Washington Post Fact-Checks Ocasio-Cortez’s Tweet
Freshman Rep. Alexandria Ocasio-Cortez (D-NY) is in hot water after being fact-checked by members of the Washington Post. While retweeting a video clip of herself from C-SPAN, the representative contrasted President Trump’s push to use emergency funds for a border wall, but not for the Opioid Epidemic. Yet, as Post fact-checkers quickly pointed out on Tuesday (March 12), AOC’s comparison of the two national emergencies is not entirely accurate.
It all started with a six-minute clip from C-SPAN including Ocasio-Cortez questioning White House director of drug policy, James W. Caroll. In their tweet, C-SPAN tagged the Representative and quoted her saying, “.@RepAOC @AOC compares #OpioidCrisis to #SouthernBorder: “So, we’ve got two emergencies, one is treated with an actual action and the other is just to raise awareness.”

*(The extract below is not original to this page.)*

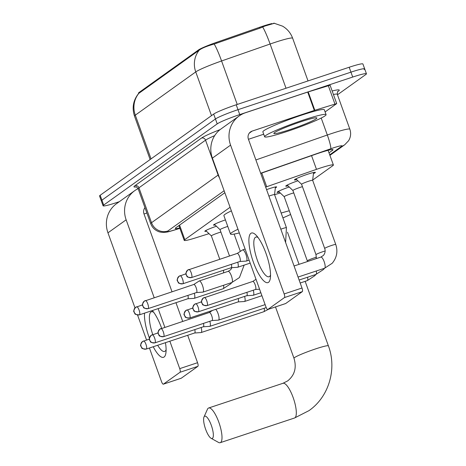 <?xml version="1.0" encoding="UTF-8"?>
<svg xmlns="http://www.w3.org/2000/svg" width="466" height="466" viewBox="0 0 466 466"><rect width="100%" height="100%" fill="white"/><g stroke="black" fill="none" stroke-linecap="round" stroke-linejoin="round"><path stroke-width="0.7" d="M266.569 189.633A10.45 0.874 -19.8 0 1 269.301 188.683A10.45 0.874 -19.8 0 1 276.629 186.936A10.45 0.874 -19.8 0 1 275.348 187.885M215.117 224.996A10.45 0.874 -19.8 0 1 213.527 225.084A10.45 0.874 -19.8 0 1 225.422 219.9M206.432 231.206A10.45 0.874 -19.8 0 1 204.842 231.299A10.45 0.874 -19.8 0 1 216.41 226.226M296.749 179.684A11.12 0.932 -19.8 0 1 294.448 179.917A11.12 0.932 -19.8 0 1 307.577 174.243A11.12 0.932 -19.8 0 1 315.365 172.385A11.12 0.932 -19.8 0 1 313.443 173.672M288.064 185.899A11.12 0.932 -19.8 0 1 285.763 186.132A11.12 0.932 -19.8 0 1 297.908 180.785M279.379 192.109A11.12 0.932 -19.8 0 1 277.072 192.341A11.12 0.932 -19.8 0 1 289.223 187M271.969 23.568A17.638 1.474 160.2 0 0 259.521 27.319L215.968 42.528A17.638 1.474 160.2 0 0 198.539 49.92L139.06 92.46A17.638 1.474 160.2 0 0 138.519 93.101L138.647 93.462M274.713 23.358A17.638 1.474 160.2 0 0 273.361 23.312M230.082 207.288L184.816 239.664A19.595 1.643 160.2 0 0 184.216 240.374A19.595 1.643 160.2 0 0 194.922 238.079L209.013 233.664M312.674 180.092L332.788 165.704A19.595 1.643 160.2 0 0 333.388 164.993A19.595 1.643 160.2 0 0 316.484 169.35L266.709 186.732A19.595 1.643 160.2 0 0 265.661 187.105M262.684 27.034A22.863 2.58 70.7 0 1 270.105 44.02A26.131 2.184 160.2 0 1 274.334 42.581A26.131 2.184 160.2 0 1 292.642 38.212C290.708 33.016 287.359 28.997 282.588 26.166L274.317 23.3L264.962 26.026L259.923 28.152L214.185 44.037C206.91 46.099 201.947 48.12 199.297 50.107L138.612 93.503C133.212 100.283 131.837 107.815 134.499 116.098L150.139 159.529M119.319 201.685L116.82 202.512A19.595 1.643 -19.8 0 1 103.085 205.786L101.32 200.887A19.595 1.643 -19.8 0 1 101.92 200.176L215.443 118.981A19.595 1.643 -19.8 0 1 237.986 109.685L350.945 72.154A19.595 1.643 -19.8 0 1 364.68 68.881L362.915 63.982A19.595 1.643 -19.8 0 0 349.18 67.255L236.221 104.786A19.595 1.643 -19.8 0 0 213.678 114.077L100.161 195.277A19.595 1.643 -19.8 0 0 99.555 195.988L101.32 200.887A19.595 1.643 -19.8 0 1 101.92 200.176L215.443 118.981A19.595 1.643 -19.8 0 1 237.986 109.685L350.945 72.154A19.595 1.643 -19.8 0 1 364.68 68.881A19.595 1.643 -19.8 0 1 364.08 69.591M103.085 205.786A19.595 1.643 -19.8 0 1 103.685 205.075L217.208 123.88A19.595 1.643 -19.8 0 1 239.751 114.589L352.71 77.053A19.595 1.643 -19.8 0 1 366.445 73.779A19.595 1.643 -19.8 0 1 365.839 74.49L337.466 94.784M329.008 152.831L332.369 150.431A19.595 1.643 160.2 0 0 332.969 149.72A19.595 1.643 160.2 0 0 316.065 154.071L260.727 173.399M224.839 192.726L175.863 227.757A19.595 1.643 160.2 0 0 175.263 228.468A19.595 1.643 160.2 0 0 179.742 227.956M165.447 342.685A26.131 7.392 71.6 0 1 165.954 352.634A26.131 7.392 71.6 0 1 164.102 357.014A26.131 7.392 71.6 0 1 153.227 346.745M149.423 338.124A26.131 7.392 71.6 0 1 144.542 313.135M153.663 312.267A20.9 5.918 -108.4 0 0 151.438 311.766A20.9 5.918 -108.4 0 0 150.978 312.004A20.9 5.918 -108.4 0 0 152.807 334.605M157.659 345.271A20.9 5.918 -108.4 0 0 164.62 351.44A20.9 5.918 -108.4 0 0 165.086 351.201A20.9 5.918 -108.4 0 0 166.106 349.71M138.111 188.643A26.131 24.966 54.4 0 0 134.726 190.664L116.541 203.671A26.131 24.966 54.4 0 0 107.961 232.825L134.983 307.892M134.726 190.664A26.131 24.966 54.4 0 0 126.146 219.818L154.17 297.658M152.295 310.56A26.131 7.392 71.6 0 1 161.667 328.338M137.552 315.022L146.551 340.017M149.429 348.009L161.539 381.648A3.268 0.926 -108.4 0 0 163.35 384.182A3.268 0.926 -108.4 0 0 163.42 384.147L181.257 378.223A3.268 0.926 71.6 0 1 181.187 378.258A3.268 0.926 71.6 0 1 181.105 378.27M180.045 372.258A3.268 0.926 -108.4 0 0 179.725 368.635L197.561 362.711A3.268 0.926 71.6 0 1 197.881 366.334L180.045 372.258L163.42 384.147M158.12 308.62L164.836 327.283M169.857 341.217L179.725 368.635M197.881 366.334L181.257 378.223M197.561 362.711L187.693 335.293M182.672 321.359L175.956 302.696M172.006 291.733L143.982 213.888A6.53 6.239 -125.6 0 1 144.967 207.69M144.017 213.987L146.889 213.032M303.197 120.1A32.661 2.732 -19.8 0 1 326.083 114.648A32.661 2.732 -19.8 0 1 287.516 131.319A32.661 2.732 -19.8 0 1 264.63 136.771A32.661 2.732 -19.8 0 1 303.197 120.1M264.63 136.771L262.865 131.872A32.661 2.732 -19.8 0 1 301.432 115.201A32.661 2.732 -19.8 0 1 324.324 109.749L326.083 114.648M289.869 129.635A22.863 1.911 -19.8 0 1 273.868 133.276A22.863 1.911 -19.8 0 1 300.844 121.783A22.863 1.911 -19.8 0 1 316.734 117.84A22.863 1.911 -19.8 0 1 289.869 129.635M212.449 438.343A11.755 3.326 -108.4 0 0 211.302 425.301A11.755 3.326 -108.4 0 0 204.51 416.295A11.755 3.326 -108.4 0 0 204.003 416.965A11.755 3.326 -108.4 0 0 205.32 428.37A11.755 3.326 -108.4 0 0 211.092 438.29A11.755 3.326 -108.4 0 0 212.449 438.343M204.003 416.965L207.463 409.241A18.29 5.178 71.6 0 1 208.25 408.193A18.29 5.178 71.6 0 1 208.657 407.989A18.29 5.178 71.6 0 1 219.084 422.953A18.29 5.178 71.6 0 1 220.599 442.49A18.29 5.178 71.6 0 1 220.191 442.7A18.29 5.178 71.6 0 1 218.484 442.409L211.092 438.29M281.173 213.055A35.929 3.006 -19.8 0 1 289.281 210.778M290.603 214.465A35.929 3.006 -19.8 0 1 282.909 217.872M274.556 194.683A35.929 3.006 -19.8 0 1 280.334 193.017M239.314 232.93A35.929 3.006 -19.8 0 1 230.507 234.019A35.929 3.006 -19.8 0 1 237.986 229.243M230.507 234.019L223.89 215.647A35.929 3.006 -19.8 0 1 231.375 210.871M194.619 332.992L200.997 332.573A5.877 1.666 -108.4 0 0 201.12 332.549A5.877 1.666 -108.4 0 0 201.254 332.485A5.877 1.666 -108.4 0 0 201.161 327.487M194.572 332.992A4.246 1.2 -108.4 0 0 194.66 332.974A4.246 1.2 -108.4 0 0 194.759 332.928A4.246 1.2 -108.4 0 0 194.771 329.613M203.304 326.777L209.688 326.357A5.877 1.666 -108.4 0 0 209.811 326.334A5.877 1.666 -108.4 0 0 209.939 326.27A5.877 1.666 -108.4 0 0 209.851 321.278M203.263 326.777A4.246 1.2 -108.4 0 0 203.351 326.765A4.246 1.2 -108.4 0 0 203.444 326.713A4.246 1.2 -108.4 0 0 203.456 323.398M211.995 320.561L218.373 320.148A5.877 1.666 -108.4 0 0 218.496 320.125A5.877 1.666 -108.4 0 0 218.624 320.055A5.877 1.666 -108.4 0 0 218.053 313.536A5.877 1.666 -108.4 0 0 215.717 309.342M211.948 320.567A4.246 1.2 -108.4 0 0 212.036 320.55A4.246 1.2 -108.4 0 0 212.129 320.503A4.246 1.2 -108.4 0 0 211.715 315.791A4.246 1.2 -108.4 0 0 209.356 312.488A4.246 1.2 -108.4 0 0 209.275 312.529M293.766 192.907A5.877 0.489 160.2 0 0 291.151 193.693A5.877 0.489 160.2 0 0 284.208 196.693A5.877 0.489 160.2 0 0 284.219 196.71M238.05 301.921L244.434 301.508A5.877 1.666 -108.4 0 0 244.557 301.485A5.877 1.666 -108.4 0 0 244.685 301.415A5.877 1.666 -108.4 0 0 244.598 296.423M238.01 301.927A4.246 1.2 -108.4 0 0 238.097 301.91A4.246 1.2 -108.4 0 0 238.19 301.863A4.246 1.2 -108.4 0 0 238.202 298.549M302.451 186.691A5.877 0.489 160.2 0 0 299.836 187.478A5.877 0.489 160.2 0 0 292.893 190.477A5.877 0.489 160.2 0 0 292.904 190.495M246.741 295.712L253.12 295.293A5.877 1.666 -108.4 0 0 253.242 295.269A5.877 1.666 -108.4 0 0 253.37 295.205A5.877 1.666 -108.4 0 0 253.283 290.207M246.695 295.712A4.246 1.2 -108.4 0 0 246.782 295.694A4.246 1.2 -108.4 0 0 246.875 295.648A4.246 1.2 -108.4 0 0 246.887 292.333M312.645 180.307A5.877 0.489 160.2 0 0 312.645 180.284A5.877 0.489 160.2 0 0 308.521 181.268A5.877 0.489 160.2 0 0 301.584 184.268A5.877 0.489 160.2 0 0 301.595 184.286L295.893 178.868M255.38 289.502A4.246 1.2 -108.4 0 0 255.467 289.485A4.246 1.2 -108.4 0 0 255.56 289.433A4.246 1.2 -108.4 0 0 255.147 284.726A4.246 1.2 -108.4 0 0 252.793 281.423A4.246 1.2 -108.4 0 0 252.712 281.464M220.907 232.085A5.877 0.489 160.2 0 0 218.292 232.872A5.877 0.489 160.2 0 0 211.348 235.872A5.877 0.489 160.2 0 0 211.36 235.889L205.745 230.554M187.763 298.77L194.141 298.357A5.877 1.666 -108.4 0 0 194.264 298.333A5.877 1.666 -108.4 0 0 194.398 298.263A5.877 1.666 -108.4 0 0 194.305 293.271M187.716 298.776A4.246 1.2 -108.4 0 0 187.804 298.758A4.246 1.2 -108.4 0 0 187.897 298.712A4.246 1.2 -108.4 0 0 187.909 295.397M227.763 226.406A5.877 0.489 160.2 0 0 226.977 226.657A5.877 0.489 160.2 0 0 220.034 229.662A5.877 0.489 160.2 0 0 220.045 229.68L214.43 224.344M196.448 292.561L202.832 292.141A5.877 1.666 -108.4 0 0 202.949 292.118A5.877 1.666 -108.4 0 0 203.083 292.054A5.877 1.666 -108.4 0 0 202.506 285.53A5.877 1.666 -108.4 0 0 199.244 280.963A5.877 1.666 -108.4 0 0 199.133 281.015A5.877 1.666 -108.4 0 0 199.11 281.027M196.402 292.561A4.246 1.2 -108.4 0 0 196.489 292.543A4.246 1.2 -108.4 0 0 196.588 292.497A4.246 1.2 -108.4 0 0 196.169 287.784A4.246 1.2 -108.4 0 0 193.815 284.487A4.246 1.2 -108.4 0 0 193.734 284.522M231.194 267.705L237.578 267.292A5.877 1.666 -108.4 0 0 237.695 267.268A5.877 1.666 -108.4 0 0 237.829 267.199A5.877 1.666 -108.4 0 0 237.742 262.207M231.148 267.711A4.246 1.2 -108.4 0 0 231.235 267.694A4.246 1.2 -108.4 0 0 231.334 267.641A4.246 1.2 -108.4 0 0 231.346 264.327M274.532 194.631A5.877 0.489 160.2 0 0 274.532 194.613A5.877 0.489 160.2 0 0 270.408 195.592A5.877 0.489 160.2 0 0 268.905 196.116M239.879 261.49L246.264 261.077A5.877 1.666 -108.4 0 0 246.386 261.053A5.877 1.666 -108.4 0 0 246.514 260.983A5.877 1.666 -108.4 0 0 245.943 254.465A5.877 1.666 -108.4 0 0 242.675 249.893A5.877 1.666 -108.4 0 0 242.565 249.951A5.877 1.666 -108.4 0 0 242.547 249.962L237.206 253.434M239.839 261.496A4.246 1.2 -108.4 0 0 239.926 261.478A4.246 1.2 -108.4 0 0 240.019 261.432A4.246 1.2 -108.4 0 0 239.606 256.719A4.246 1.2 -108.4 0 0 237.246 253.422A4.246 1.2 -108.4 0 0 237.165 253.457M268.533 282.32A26.131 7.392 71.6 0 1 253.44 262.311A26.131 7.392 71.6 0 1 250.894 233.326A26.131 7.392 71.6 0 1 256.218 235.318A26.131 7.392 71.6 0 1 270.379 277.946A26.131 7.392 71.6 0 1 268.533 282.32M258.094 237.573A20.9 5.918 -108.4 0 0 255.869 237.072A20.9 5.918 -108.4 0 0 255.403 237.31A20.9 5.918 -108.4 0 0 257.139 259.638A20.9 5.918 -108.4 0 0 269.051 276.746A20.9 5.918 -108.4 0 0 269.517 276.507A20.9 5.918 -108.4 0 0 270.536 275.016M314.824 110.279L314.317 110.442L307.706 92.07L308.207 91.907L314.824 110.279L336.697 103.598L325.111 111.933M307.706 92.07L245.535 112.725A26.131 24.966 54.4 0 0 239.157 115.97A26.131 24.966 54.4 0 0 230.577 145.124L284.155 293.941L301.991 288.017L248.413 139.194A6.53 6.239 -125.6 0 1 250.557 131.907A6.53 6.239 -125.6 0 1 252.153 131.097L314.317 110.442M308.207 91.907L330.079 85.22L336.697 103.598M239.157 115.97L220.966 128.977A26.131 24.966 54.4 0 0 212.385 158.131L265.964 306.954A3.268 0.926 -108.4 0 0 267.781 309.494A3.268 0.926 -108.4 0 0 267.851 309.453L285.687 303.529A3.268 0.926 71.6 0 1 285.617 303.564A3.268 0.926 71.6 0 1 285.536 303.576M301.991 288.017A3.268 0.926 71.6 0 1 302.306 291.64L284.47 297.564L267.851 309.453M284.47 297.564A3.268 0.926 -108.4 0 0 284.155 293.941M302.306 291.64L285.687 303.529M248.448 139.293L263.709 134.22M139.06 92.46L139.276 93.066M198.539 49.92L198.755 50.52M215.968 42.528L216.282 43.39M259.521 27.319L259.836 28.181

At the time the Post article was published, Ocasio-Cortez’s tweet had been retweeted and liked nearly 50,000 times (approximately 46,000 as of this writing).
A Misleading Comparison
Post writer, Glenn Kessler, gave AOC three out of four Pinocchio’s for her statement for using misleading information to prove her point. The congresswoman indicated how little money had been diverted to the Public Health Emergency Fund (with a current balance of approximately $57,000, according to the Government Accountability Office). Recently however, the President has declared a national emergency to secure $5.7 billion for a proposed border wall.
“Trump has no need to transfer billions of dollars for the Opioid emergency because Congress already has appropriated billions of dollars. Trump’s backing of a national public-health emergency did more than raise awareness; it triggered a congressional response,” wrote Kessler.
The congressional funds Kessler is referring to include the $6 billion appropriated to combat the Opioid crisis, with $4.4 billion in fiscal 2019 funding.
Representative Ocasio-Cortez’s staff did not respond to communication from The Fact-Checkers at the Post. It’s not the first time her team has come under scrutiny for misleading claims. In January, Kessler gave AOC the same Pinocchio rating for her statements on the proportion of Americans earning at least minimum wage.
Opioid Crisis Funding and Resources
In August 2017, the President instructed government authorities to use emergency funding to combat the increasing effects of the Opioid Epidemic. At the time, a public health emergency was declared and has been renewed five times since. The declaration prompted Congress to approve $6 billion in funds, including:
- $1.5 billion for state response grants
- $500 million for research
- $475.6 million for prescription Opioid overdose prevention
- $120 million for rural communities
- $89 million for medication-assisted treatment (such as Methadone and Buprenorphine)
The final Substance Use-Disorder Prevention that Promotes Opioid Recovery and Treatment (SUPPORT) for Patients and Communities Act that Trump signed in February includes funding, such as:
- $87.5 million for offender reentry and research activities
- $77 million for drug courts
- $22 million for uniformed individuals battling addiction
The surge in funding–in addition to the expansion of Medicaid in several states in 2018–has created a number of new programs across the country to promote addiction recovery. The Substance Abuse and Mental Health Services Administration (SAMSHA) maintains a database of recovery programs in each state.